NuoDB’s peer-to-peer architecture allows the database to configure in-memory peers independently of each other. This enables you to optimize your compute resources and meet hybrid workload requirements within a single logical database. In a mixed read/write workload scenario, for instance, NuoDB can support one set of peers focused on transactional processing and another set configured to execute long-lived analytical queries without blocking the ongoing operational workloads.

A perfect example of this is the area of hybrid transaction/analytical processing (HTAP), the ability to perform both online transaction processing and real-time operational intelligence processing simultaneously and within the same database.

The underlying architectures for transactional and analytical databases have traditionally been separate and distinct, with each offering optimized to perform only their own specific and distinct functions. NuoDB’s peer-to-peer architecture overcomes this hurdle by allowing you to dedicate database and hardware resources to perform either near real-time analytics or low-latency, high-throughput transaction processing.

Big data analytics hype has tended to focus on discovery - essentially putting together data lakes and pointing Hadoop at them. However, the reality of many data-driven businesses is their need for real-time optimization. Businesses want repeatable analytics on very recent data. This provides immediately valuable operational intelligence without the time and effort required to offload data to a separate analytics database. Unfortunately, traditional lock-based database management systems are very poor at this.

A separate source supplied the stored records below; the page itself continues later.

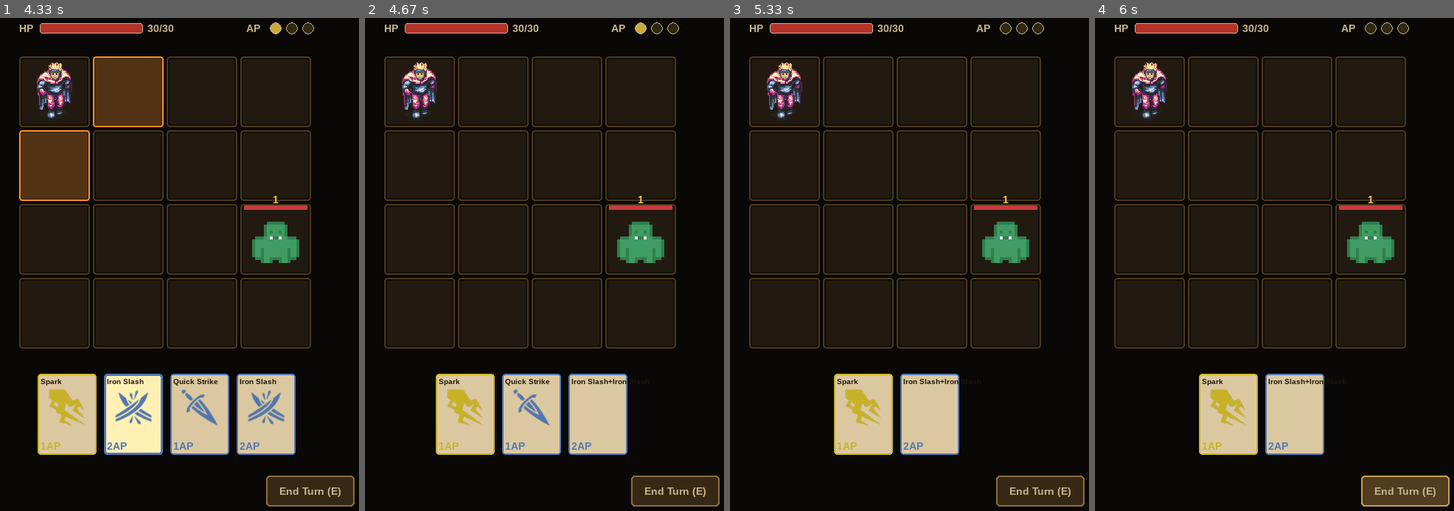
Above: before the commit, frames 1-4 (left to right).
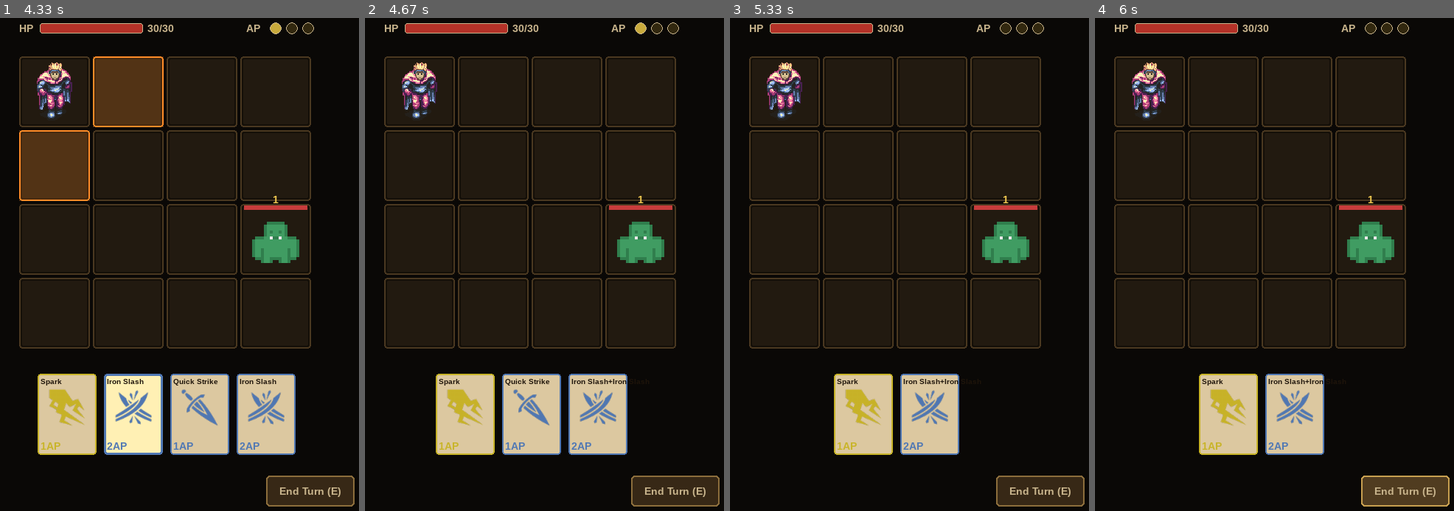
Above: after the commit, the same moments.

Repository: ParanyuLion/pygame-cardgame
Game: pygame game, started from main.py
Two runs of this game, one before a commit and one after it. Both use one fixed random seed, a clock stepped at 60 frames per second and the inputs below.
Inputs (mouse positions are in pixels of both pictures, inside the frame that each line leads up to):
- Up to frame 1 (4.33 s): tap Space at 0.33 s; click "End Turn (E)" at 0.72 s; click "Spark" at 1.05 s; press the mouse at (53, 244) at 1.37 s; move the mouse to (57, 338) at 1.47 s; release the mouse at (61, 427) at 1.6 s; press the mouse at (308, 491) at 1.7 s; move the mouse to (244, 456) at 1.8 s; release the mouse at (179, 422) at 1.93 s; press the mouse at (165, 412) at 2.03 s; move the mouse to (186, 259) at 2.13 s; release the mouse at (211, 106) at 2.27 s; click (68, 382) at 2.38 s; click (21, 82) at 2.72 s; press the mouse at (21, 82) at 3.03 s; move the mouse to (122, 244) at 3.13 s; release the mouse at (226, 407) at 3.27 s; tap Down at 3.33 s; click (46, 382) at 3.72 s; click (111, 412) at 4.05 s
- Up to frame 2 (4.67 s): press the mouse at (476, 412) at 4.37 s; move the mouse to (537, 427) at 4.47 s; release the mouse at (601, 441) at 4.6 s
- Up to frame 3 (5.33 s): press the mouse at (1038, 491) at 4.7 s; move the mouse to (974, 437) at 4.8 s; release the mouse at (905, 382) at 4.93 s; click (859, 111) at 5.05 s
- Up to frame 4 (6 s): click "End Turn (E)" at 5.95 s

Frame 1 is identical in both runs. In frame 2, 0.3% of the frame differs, in the area x 59-71%, y 75-83%; in frame 3, 0.3%; in frame 4, 0.3%.

Commit message:
feat: implement icon loading for fused cards and update hand rendering logic

Diff:
--- a/src/presentation/renderers/hand_renderer.py
+++ b/src/presentation/renderers/hand_renderer.py
@@ -28,6 +28,14 @@
 _ICON_CACHE: dict[str, pygame.Surface | None] = {}
 _ICONS_DIR = os.path.join("assets", "sprites", "cards")
 
+# Representative icon for each tag (used for fused cards)
+_TAG_ICON: dict[str, str] = {
+    "Move":     "step",
+    "Blade":    "slash",
+    "Fire":     "fireball",
+    "Electric": "spark",
+}
+
 
 def _def_id(card_id: str) -> str:
     cid = re.sub(r"^reward_", "", card_id)
@@ -35,7 +43,7 @@
     return cid
 
 
-def _load_icon(def_id: str) -> pygame.Surface | None:
+def _load_single_icon(def_id: str) -> pygame.Surface | None:
     if def_id in _ICON_CACHE:
         return _ICON_CACHE[def_id]
     path = os.path.join(_ICONS_DIR, f"{def_id}.png")
@@ -53,6 +61,40 @@
     surf = pygame.transform.smoothscale(raw, (_ICON_SIZE, _ICON_SIZE))
     _ICON_CACHE[def_id] = surf
     return surf
+
+
+def _load_icon_for_card(card: Card) -> pygame.Surface | None:
+    if not card.id.startswith("fused_"):
+        return _load_single_icon(_def_id(card.id))
+
+    # Fused card: composite the icons of each unique tag side-by-side
+    cache_key = "fused:" + ",".join(t.value for t in card.tags)
+    if cache_key in _ICON_CACHE:
+        return _ICON_CACHE[cache_key]
+
+    icons = [
+        _load_single_icon(_TAG_ICON[t.value])
+        for t in card.tags
+        if t.value in _TAG_ICON
+    ]
+    icons = [ic for ic in icons if ic is not None]
+
+    if not icons:
+        _ICON_CACHE[cache_key] = None
+        return None
+
+    if len(icons) == 1:
+        result = icons[0]
+    else:
+        # Split side-by-side: each icon compressed to equal share of width
+        result = pygame.Surface((_ICON_SIZE, _ICON_SIZE), pygame.SRCALPHA)
+        slot_w = _ICON_SIZE // len(icons)
+        for idx, ic in enumerate(icons):
+            slot = pygame.transform.smoothscale(ic, (slot_w, _ICON_SIZE))
+            result.blit(slot, (idx * slot_w, 0))
+
+    _ICON_CACHE[cache_key] = result
+    return result
 
 
 class HandRenderer:
@@ -121,7 +163,7 @@
         surface.blit(name_surf, (rect.x + 4, rect.y + 4))
 
         # Icon centred in the card body
-        icon = _load_icon(_def_id(card.id))
+        icon = _load_icon_for_card(card)
         if icon is not None:
             ix = rect.x + (CARD_W - _ICON_SIZE) // 2
             iy = rect.y + _ICON_Y_OFFSET

The unique advantages of NuoDB’s architecture are to provide very low latency SQL analytics on fully up-to-date data. The architecture was further optimized to enable these HTAP capabilities. Advantages inherent in the architecture include:

  • Ability to run transactional and analytical workloads against a single operational data store (ODS) without experiencing performance degradation due to lock contention.
  • Ability to utilize dedicated high spec analytics servers to process long-running SQL queries for improved query performance.
  • Ability to scale out/in analytical workloads on-demand.
  • Ability to access and query the NuoDB database with leading JDBC and ODBC-compliant data visualization and reporting tools.

How It Works

NuoDB is a transactional system, meaning that it’s well suited to support both online transaction processing (OLTP) tasks and operational workloads like account management or session tracking. The operational model is typical of scale-out web applications, which need a database that can support many concurrent clients doing regular, small, localized updates. While techniques like database sharding or replication are hard to apply to OLTP, they can be used for operational workloads that have strong locality. The problem is that these approaches make it hard to do real-time analysis of the data.

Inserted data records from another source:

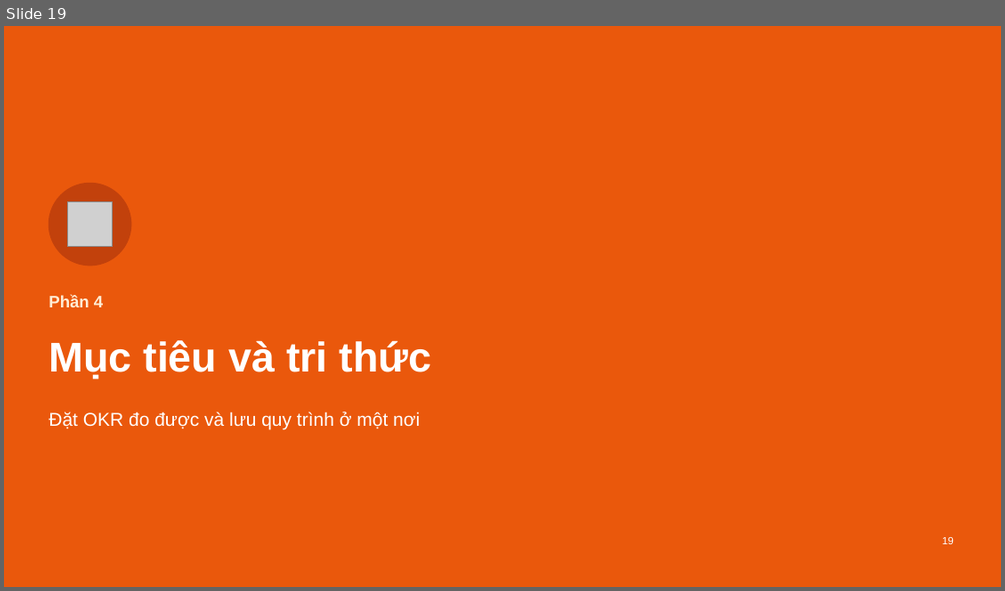
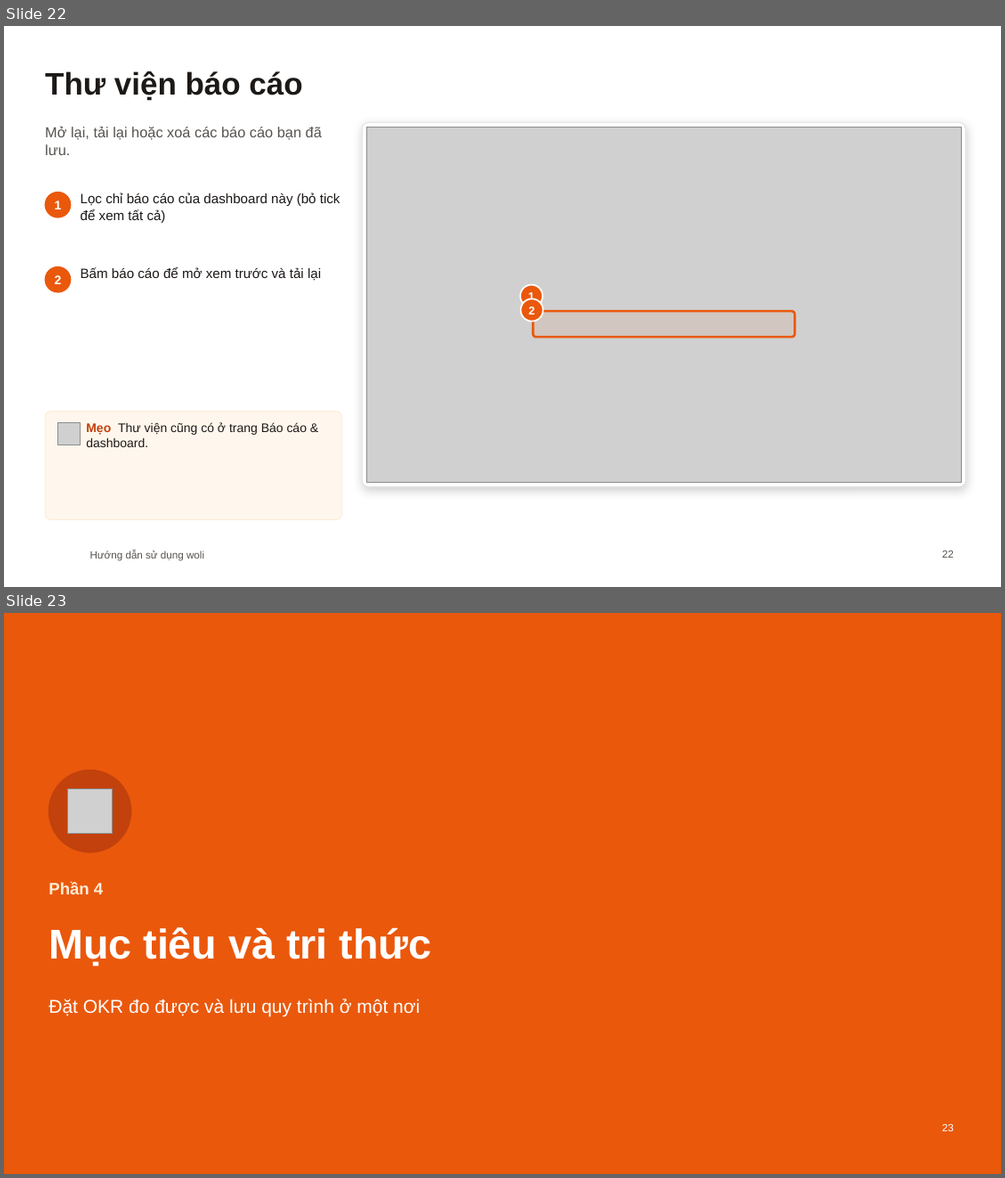
Before and after one commit to diuthihieu/hr-task-managent-CL, a slide deck: docs/woli-Huong-dan-su-dung.pptx. Shown one above the other, each under a label of ours: slide 19 before the commit, slides 22 and 23 after it. The pictures are 1005x591 and 1005x1178 pixels, drawn with LibreOffice and Linux fonts; fonts in the diff are those of the drawing; grey boxes stand for pictures; background and template pictures are left out. Boxes give left, top, right and bottom in pixels: in the first picture for what was removed or moved away, otherwise in the second. Text is boxed around its words. In the diff, an @@ line names an element or a change of style, - is before the commit and + after.

```diff
--- a/docs/woli-Huong-dan-su-dung.pptx
+++ b/docs/woli-Huong-dan-su-dung.pptx
@@ slide 22 added at box(4, 26, 1001, 587), background #FFFFFF @@
@@ title added at box(45, 71, 302, 101), 30 pt, text #1C1917, bold @@
+Thư viện báo cáo
@@ text added at box(45, 126, 322, 155), 14 pt, text #57534E @@
+Mở lại, tải lại hoặc xoá các báo cáo bạn đã lưu.
@@ rounded rectangle added at box(362, 122, 966, 487), fill #FFFFFF, outline #E7E5E4 1 pt @@
@@ picture added at box(367, 127, 961, 483) @@
@@ ellipse added at box(45, 192, 71, 217), fill #EA580C, outline #EA580C 1 pt @@
@@ text added at box(55, 200, 62, 209), 12 pt, text #FFFFFF, bold @@
+1
@@ text added at box(81, 192, 340, 223), 13 pt, text #1C1917 @@
+Lọc chỉ báo cáo của dashboard này (bỏ tick để xem tất cả)
@@ ellipse added at box(45, 267, 71, 292), fill #EA580C, outline #EA580C 1 pt @@
@@ text added at box(55, 275, 62, 284), 12 pt, text #FFFFFF, bold @@
+2
@@ text added at box(81, 267, 321, 281), 13 pt, text #1C1917 @@
+Bấm báo cáo để mở xem trước và tải lại
@@ ellipse added at box(520, 285, 542, 307), fill #EA580C, outline #FFFFFF 1.5 pt @@
@@ text added at box(528, 292, 534, 300), 11 pt, text #FFFFFF, bold @@
+1
@@ ellipse added at box(521, 299, 543, 321), fill #EA580C, outline #FFFFFF 1.5 pt @@
@@ text added at box(528, 306, 534, 314), 11 pt, text #FFFFFF, bold @@
+2
@@ rounded rectangle added at box(533, 297, 540, 305), fill #EA580C at 8% opacity, outline #EA580C 2.25 pt @@
@@ rounded rectangle added at box(533, 311, 794, 338), fill #EA580C at 8% opacity, outline #EA580C 2.25 pt @@
@@ rounded rectangle added at box(45, 411, 342, 520), fill #FFF7ED, outline #FFEDD5 1 pt @@
@@ picture added at box(57, 422, 81, 445) @@
@@ text added at box(86, 422, 307, 447), 12 pt, text #1C1917 @@
+Mẹo Thư viện cũng có ở trang Báo cáo & dashboard.
@@ text added at box(90, 550, 204, 561), 10 pt, text #57534E @@
+Hướng dẫn sử dụng woli
@@ page number added at box(942, 550, 954, 557), 10 pt, text #57534E @@
+22
@@ what was slide 19 is now slide 23 @@
@@ page number at box(942, 1124, 954, 1131): text changed @@
-19
+23
```
Also in this commit, not shown: 3 slides changed, 4 other slides added, 5 other files.

NuoDB provides a scale-out architecture, supporting transactions that need to read large quantities of data. Because multi-version concurrency control (MVCC) is used to enforce consistency, those long-running transactions can execute without causing conflict with the many short-running updates happening across the database. In this way, NuoDB supports scale-out operational data deployments where real-time reporting and analytics operations need to be run on the same data set.

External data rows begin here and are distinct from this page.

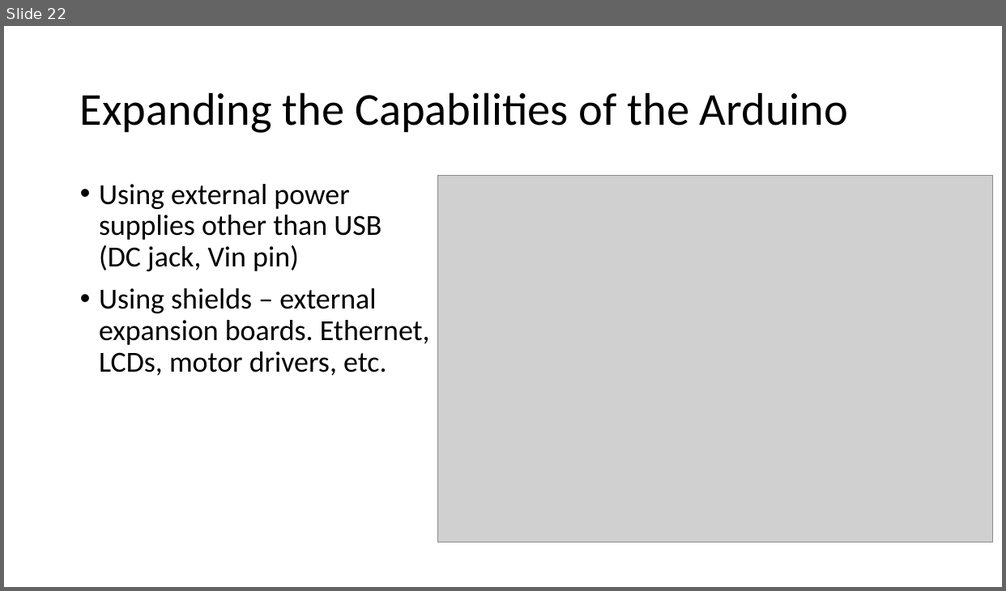
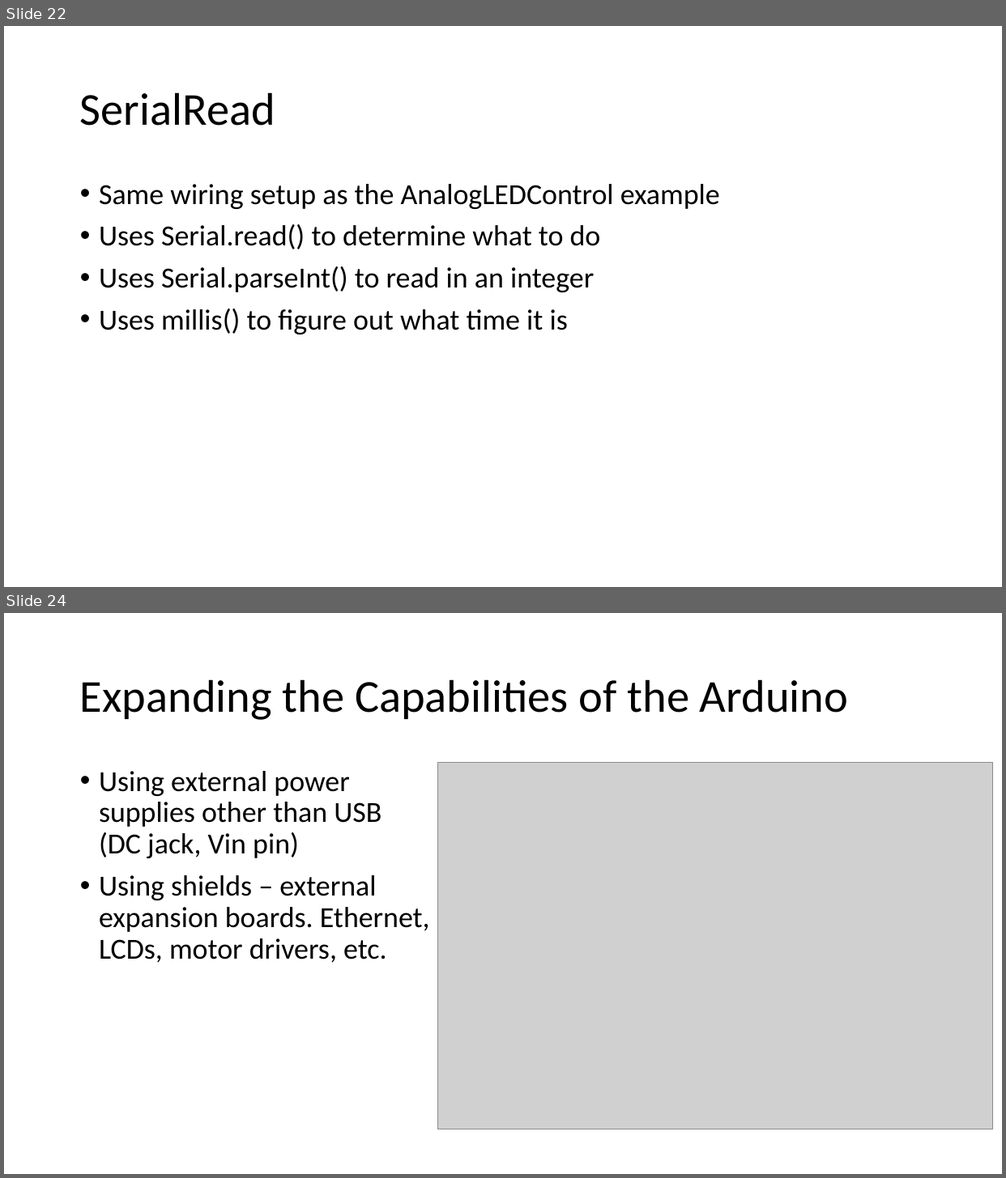
Before and after one commit to logos-electromechanical/IntroToArduino, a slide deck: Introduction to the Arduino.pptx. Shown one above the other, each under a label of ours: slide 22 before the commit, slides 22 and 24 after it; the slides between them are not shown. The pictures are 1006x591 and 1006x1178 pixels, drawn with LibreOffice and Linux fonts; fonts in the diff are those of the drawing; grey boxes stand for pictures. Boxes give left, top, right and bottom in pixels: in the first picture for what was removed or moved away, otherwise in the second. Text is boxed around its words. In the diff, an @@ line names an element or a change of style, - is before the commit and + after.

Commit message:
Added new SerialRead example

```diff
--- a/Introduction to the Arduino.pptx
+++ b/Introduction to the Arduino.pptx
@@ slide 22 added at (4,26,1002,587), background #FFFFFF @@
@@ title added at (80,92,275,126), 44 pt, text #000000 @@
+SerialRead
@@ text added at (99,184,720,335), 28 pt, text #000000 @@
+• Same wiring setup as the AnalogLEDControl example
+• Uses Serial.read() to determine what to do
+• Uses Serial.parseInt() to read in an integer
+• Uses millis() to figure out what time it is
@@ what was slide 22 is now slide 24 @@
```
Also in this commit, not shown: 2 slides changed, 1 other slide added, 2 other files.

Because NuoDB has a flexible load-balancing policy, it’s also possible to dedicate specific transaction-focused peers (Transaction Engines in NuoDB) to specific roles. For instance, a single database can be scaled out across smaller systems for typical operational access patterns. One or a few larger systems (with more memory and processing power) can be dedicated to running analytic transactions. The application is still viewing a single, logical database that is always consistent across all the hosts but with appropriate resources dedicated to specific tasks.